闪电代写 -代写CS作业_CS代写_Finance代写_Economic代写_Statistics代写_代码代做_IT代写_加急帮助

Hello, dear friend, you can consult us at any time if you have any questions, add WeChat: daixieit

COMP809 – Data Mining and Machine Learning

Lab 7 – Classifier Models

Ø Two major objectives of this lab are to

o configure Python’s implementation of some of the most widely used classifiers

o to evaluate these classifiers using a variety of different metrics.

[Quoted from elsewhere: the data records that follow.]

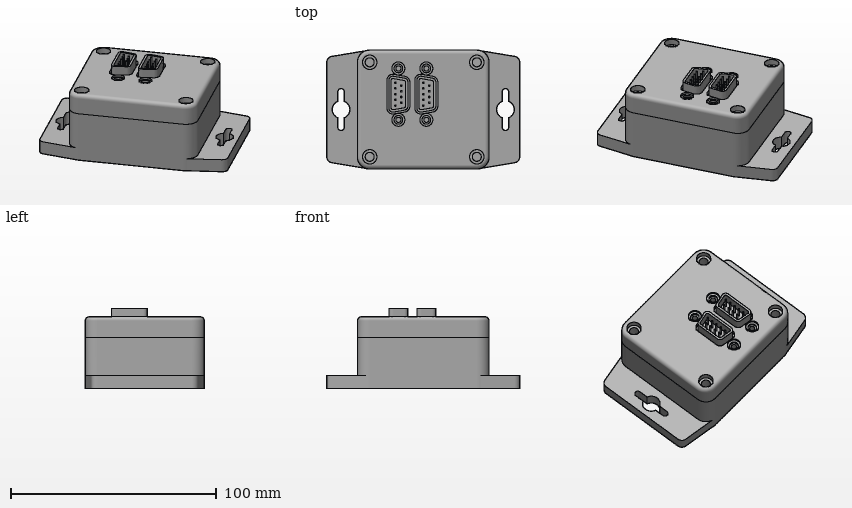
import cadquery as cq
import math

BOX_LENGTH = 64.1
BOX_WIDTH = 58.0
BASE_HEIGHT = 25.0
LID_HEIGHT = 10.0
CORNER_RADIUS = 6.0
CORNER_CENTER_X = BOX_LENGTH / 2 - CORNER_RADIUS
CORNER_CENTER_Y = BOX_WIDTH / 2 - CORNER_RADIUS
LID_EDGE_RADIUS = 2.0
LID_TOP = BASE_HEIGHT + LID_HEIGHT

OVERALL_LENGTH = 94.0
EAR_THICKNESS = 6.5
EAR_END_WIDTH = 51.0
EAR_CORNER_RADIUS = 3.0
KEYHOLE_X = 40.0
KEYHOLE_DIAMETER = 8.5
KEYHOLE_SLOT_LENGTH = 20.3
KEYHOLE_SLOT_WIDTH = 3.0

LID_SCREW_DIAMETER = 4.4
LID_SCREW_HEAD_DIAMETER = 7.0
LID_SCREW_HEAD_DEPTH = 3.0

FIRST_CONNECTOR_X = -12.1
CONNECTOR_SPACING = 13.6
CONNECTOR_COUNT = 2
CONNECTOR_Y = 7.5
CONNECTOR_CENTERS = [(FIRST_CONNECTOR_X + i * CONNECTOR_SPACING, CONNECTOR_Y) for i in range(CONNECTOR_COUNT)]
PANEL_THICKNESS = 2.0
PANEL_BOTTOM = LID_TOP - PANEL_THICKNESS

SHELL_HEIGHT = 4.0
SHELL_TOP = LID_TOP + SHELL_HEIGHT
SHELL_WIDTH = 9.3
SHELL_LENGTH = 16.6
SHELL_WALL = 1.15
SHELL_CORNER_RADIUS = 2.0
SHELL_END_ANGLE = 10.0
OPENING_CLEARANCE = 0.95

FLANGE_LENGTH = 31.0
FLANGE_WIDTH = 12.5

JACK_SPACING = 25.0
JACK_HEAD_DIAMETER = 6.3
JACK_HEAD_DEPTH = 1.0
JACK_CLEARANCE_DIAMETER = 4.2
JACK_THREAD_DIAMETER = 2.5

PIN_DIAMETER = 0.75
PIN_TOP = SHELL_TOP
PIN_PITCH = 2.77
PIN_ROW_SPACING = 2.84
PIN_ROW_COUNTS = (5, 4)


def rounded_box(height, z):
    """Block with the enclosure's outline, standing on height z."""
    return (
        cq.Workplane("XY", origin=(0, 0, z))
        .rect(BOX_LENGTH, BOX_WIDTH)
        .extrude(height)
        .edges("|Z")
        .fillet(CORNER_RADIUS)
    )


def cylinder(diameter, bottom, top, points):
    """Vertical cylinders between two heights, one at each point."""
    return (
        cq.Workplane("XY", origin=(0, 0, bottom))
        .pushPoints(points)
        .circle(diameter / 2)
        .extrude(top - bottom)
    )


def d_prism(offset, bottom, top, center):
    """Prism with the connector shell's D outline, grown outward by an offset."""
    angle = math.radians(SHELL_END_ANGLE)
    half_width = SHELL_WIDTH / 2 + offset
    half_length = SHELL_LENGTH / 2 + offset / math.cos(angle)
    end_rise = half_width * math.tan(angle)
    long_half = half_length + end_rise
    short_half = half_length - end_rise
    return (
        cq.Workplane("XY", origin=(*center, bottom))
        .polyline(
            [
                (-half_width, -long_half),
                (half_width, -short_half),
                (half_width, short_half),
                (-half_width, long_half),
            ]
        )
        .close()
        .extrude(top - bottom)
        .edges("|Z")
        .fillet(SHELL_CORNER_RADIUS + offset)
    )


def flange_block(center):
    """Connector body behind the panel, reaching down to the underside of the lid."""
    return (
        cq.Workplane("XY", origin=(*center, BASE_HEIGHT))
        .rect(FLANGE_WIDTH, FLANGE_LENGTH)
        .extrude(PANEL_BOTTOM - BASE_HEIGHT)
    )


def jack_points(center):
    """The two screw positions of a connector."""
    x, y = center
    return [(x, y + side * JACK_SPACING / 2) for side in (-1, 1)]


def pin_points(center):
    """Two staggered rows of pins, the longer row on the wide side of the D."""
    x, y = center
    points = []
    for row, count in enumerate(PIN_ROW_COUNTS):
        pin_x = x + (row - 0.5) * PIN_ROW_SPACING
        for i in range(count):
            points.append((pin_x, y + (i - (count - 1) / 2) * PIN_PITCH))
    return points


def make_ears():
    """Plate under the box, tapering to each end, with a keyhole slot at each end."""
    end_x = OVERALL_LENGTH / 2
    end_y = EAR_END_WIDTH / 2
    root_y = BOX_WIDTH / 2
    plate = (
        cq.Workplane("XY")
        .polyline(
            [
                (-end_x, -end_y),
                (-CORNER_CENTER_X, -root_y),
                (CORNER_CENTER_X, -root_y),
                (end_x, -end_y),
                (end_x, end_y),
                (CORNER_CENTER_X, root_y),
                (-CORNER_CENTER_X, root_y),
                (-end_x, end_y),
            ]
        )
        .close()
        .extrude(EAR_THICKNESS)
        .edges("|Z and (<X or >X)")
        .fillet(EAR_CORNER_RADIUS)
    )
    keyholes = [(-KEYHOLE_X, 0), (KEYHOLE_X, 0)]
    slots = (
        cq.Workplane("XY")
        .pushPoints(keyholes)
        .slot2D(KEYHOLE_SLOT_LENGTH, KEYHOLE_SLOT_WIDTH, 90)
        .extrude(EAR_THICKNESS)
    )
    return plate.cut(slots).cut(cylinder(KEYHOLE_DIAMETER, 0, EAR_THICKNESS, keyholes))


def make_base():
    """Lower part of the enclosure with its mounting ears."""
    return rounded_box(BASE_HEIGHT, 0).union(make_ears())


def make_lid():
    """Lid with corner screw holes and openings for the connectors."""
    lid = rounded_box(LID_HEIGHT, BASE_HEIGHT).faces(">Z").edges().fillet(LID_EDGE_RADIUS)

    corners = [
        (side_x * CORNER_CENTER_X, side_y * CORNER_CENTER_Y) for side_x in (-1, 1) for side_y in (-1, 1)
    ]
    lid = lid.cut(cylinder(LID_SCREW_DIAMETER, BASE_HEIGHT, LID_TOP, corners))
    lid = lid.cut(cylinder(LID_SCREW_HEAD_DIAMETER, LID_TOP - LID_SCREW_HEAD_DEPTH, LID_TOP, corners))

    for center in CONNECTOR_CENTERS:
        jacks = jack_points(center)
        lid = lid.cut(flange_block(center))
        lid = lid.cut(d_prism(OPENING_CLEARANCE, PANEL_BOTTOM, LID_TOP, center))
        lid = lid.cut(cylinder(JACK_CLEARANCE_DIAMETER, PANEL_BOTTOM, LID_TOP, jacks))
        lid = lid.cut(cylinder(JACK_HEAD_DIAMETER, LID_TOP - JACK_HEAD_DEPTH, LID_TOP, jacks))
    return lid


def make_connector(center):
    """Nine-pin plug: body behind the panel, D-shaped shell and pins."""
    shell = d_prism(0, PANEL_BOTTOM, SHELL_TOP, center)
    cavity = d_prism(-SHELL_WALL, PANEL_BOTTOM, SHELL_TOP, center)
    connector = flange_block(center).union(shell.cut(cavity))
    connector = connector.union(cylinder(PIN_DIAMETER, BASE_HEIGHT, PIN_TOP, pin_points(center)))
    return connector.cut(cylinder(JACK_THREAD_DIAMETER, BASE_HEIGHT, PANEL_BOTTOM, jack_points(center)))


base = make_base()
lid = make_lid()
connectors = [make_connector(center) for center in CONNECTOR_CENTERS]

result = cq.Compound.makeCompound(
    [base.val(), lid.val(), *[connector.val() for connector in connectors]]
)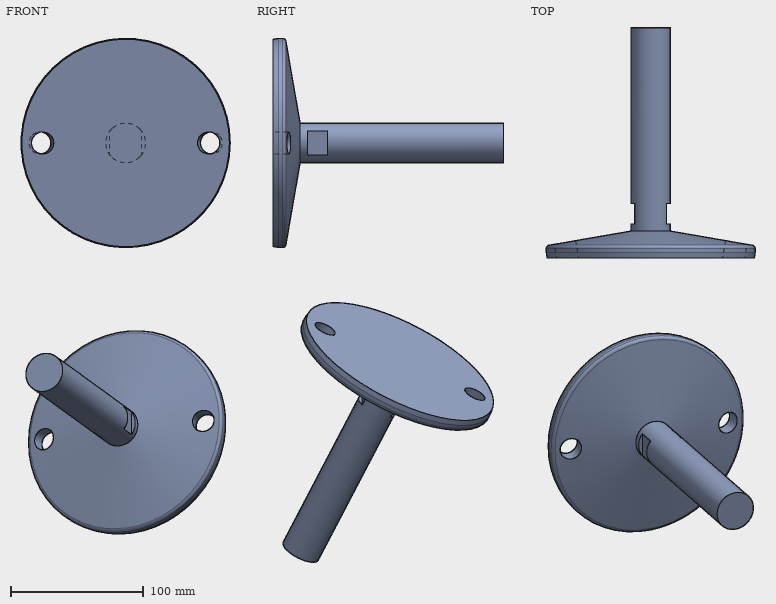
import cadquery as cq
import math

total_length = 174.0
plate_diameter = 158.0
stem_diameter = 30.0
cone_angle = 9.8
face_diameter = 156.6
taper_height = 4.2
rim_top = 7.3
rim_fillet = 2.6
hole_diameter = 16.5
hole_offset = 62.6
flat_width = 24.0
flat_start = 26.0
flat_end = 41.2

plate_radius = plate_diameter / 2
stem_radius = stem_diameter / 2
slope = math.radians(cone_angle)


def rim_arc_point(angle):
    """Point on the rim rounding, at an angle from the radial direction."""
    radius = plate_radius - rim_fillet + rim_fillet * math.cos(angle)
    height = rim_top + rim_fillet * math.sin(angle)
    return radius, height


arc_span = math.pi / 2 - slope
cone_edge_radius, cone_edge_height = rim_arc_point(arc_span)
cone_top = cone_edge_height + (cone_edge_radius - stem_radius) * math.tan(slope)


def make_body():
    """Conical plate and stem, revolved about Y."""
    return (
        cq.Workplane("XY")
        .lineTo(face_diameter / 2, 0)
        .lineTo(plate_radius, taper_height)
        .lineTo(plate_radius, rim_top)
        .threePointArc(rim_arc_point(arc_span / 2), (cone_edge_radius, cone_edge_height))
        .lineTo(stem_radius, cone_top)
        .lineTo(stem_radius, total_length)
        .lineTo(0, total_length)
        .close()
        .revolve(360, (0, 0, 0), (0, 1, 0))
    )


def make_hole(side):
    """Cutter for a bolt hole that runs square to the cone surface."""
    center = cq.Vector(side * hole_offset, 0, 0)
    axis = cq.Vector(side * math.sin(slope), math.cos(slope), 0)
    reach = 2 * cone_top
    return cq.Solid.makeCylinder(hole_diameter / 2, 2 * reach, center - axis * reach, axis)


def make_flat(side):
    """Cutter for one wrench flat on the stem."""
    return (
        cq.Workplane("XY")
        .box(stem_radius, flat_end - flat_start, stem_diameter)
        .translate((side * (flat_width + stem_radius) / 2, (flat_start + flat_end) / 2, 0))
    )


result = make_body()
for side in (-1, 1):
    result = result.cut(make_hole(side)).cut(make_flat(side))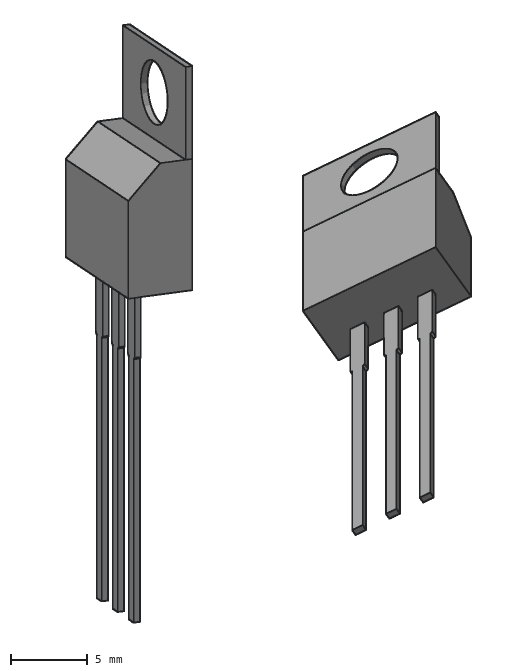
import cadquery as cq

total_height = 38.15
package_width = 10.03
package_depth = 4.58

tab_height = 6.35
tab_thickness = 0.5
tab_hole_diameter = 4.27

housing_height = 8.95
housing_chamfer = 2.3

lead_count = 3
lead_pitch = 2.55
lead_thickness = 0.45
lead_setback = 3.05
shoulder_width = 1.1
shoulder_length = 4.73
tip_width = 0.8

housing_top = total_height - tab_height
housing_bottom = housing_top - housing_height


def make_tab():
    """Flat plate with a mounting hole through its centre."""
    return (
        cq.Workplane("XY")
        .box(package_width, tab_thickness, tab_height, centered=(True, False, False))
        .translate((0, -tab_thickness, housing_top))
        .faces("<Y")
        .workplane(centerOption="CenterOfBoundBox")
        .hole(tab_hole_diameter)
    )


def make_housing():
    """Block with a large chamfer along its upper front edge."""
    return (
        cq.Workplane("XY")
        .box(package_width, package_depth, housing_height, centered=(True, False, False))
        .translate((0, -package_depth, housing_bottom))
        .edges("<Y and >Z")
        .chamfer(housing_chamfer)
    )


def make_lead(x):
    """Flat lead hanging from the housing, its wide shoulder tapering at 45 degrees to a narrow tip."""
    shoulder_end = housing_bottom - shoulder_length
    half_shoulder = shoulder_width / 2
    half_tip = tip_width / 2
    taper_end = shoulder_end - (half_shoulder - half_tip)
    return (
        cq.Workplane("XZ")
        .moveTo(half_shoulder, housing_bottom)
        .lineTo(half_shoulder, shoulder_end)
        .lineTo(half_tip, taper_end)
        .lineTo(half_tip, 0)
        .lineTo(0, 0)
        .lineTo(0, housing_bottom)
        .close()
        .extrude(lead_thickness / 2, both=True)
        .mirror("YZ", union=True)
        .clean()
        .translate((x, -lead_setback, 0))
    )


tab = make_tab()
housing = make_housing()
leads = []
for index in range(lead_count):
    lead_x = (index - (lead_count - 1) / 2) * lead_pitch
    leads.append(make_lead(lead_x).val())

result = cq.Compound.makeCompound([tab.val(), housing.val(), *leads])

Ø Configuring classifiers will be achieved using Python’s sklearn library. Evaluation will also be done via sklearn but use a dedicated set ofmethods designed specifically for computing mterics.

1. Importing the libraries

import pandas as pd

import numpy as np

import matplotlib.pyplot as plt

from sklearn.model_selection import train_test_split,

cross_val_score

from sklearn.tree import DecisionTreeClassifier

from sklearn.naive_bayes import GaussianNB, MultinomialNB

from sklearn.metrics import accuracy_score

from sklearn.neighbors import KNeighborsClassifier

from sklearn.neural_network import MLPClassifier

from sklearn.metrics import precision_score, recall_score,auc

from sklearn.metrics import roc_curve,roc_auc_score,

plot_roc_curve

2. Loading and inspecting the dataset

path="P:\COMP809\Iris.xlsx" #should change the path

accordingly

rawdata= pd.read_excel(path) #pip install xlrd

print ("data summary")

print (rawdata.describe())

nrow, ncol = rawdata.shape

print (nrow, ncol)

print ("\n correlation Matrix")

print (rawdata.corr())

rawdata.hist()

plt.show()

3. Display correlations between all pairs of features

pd.plotting.scatter_matrix(rawdata,figsize=[8,8])

plt.show()

# boxplot

fig = plt.figure(1, figsize=(9, 6))

ax = fig.add_subplot(111)

ax.boxplot(rawdata.values)

ax.set_xticklabels(['Petal Length', 'Petal Width', 'Sepal

Length', 'Sepal Width', 'Class'])

plt.show()

4. Get the predictors – all columns from 0 to last but one

predictors = rawdata.iloc[:,:ncol-1]

print(predictors)

#index to last column to obtain class values

target = rawdata.iloc[:,-1]

print(target)

5. Partition data using a train/test split

By referring to https://scikit-learn.org/0. 16/modules/generated/sklearn.cross_validation.train_test_split.html complete the right-hand side of the line below and set the training set size to 70% of the size of the dataset.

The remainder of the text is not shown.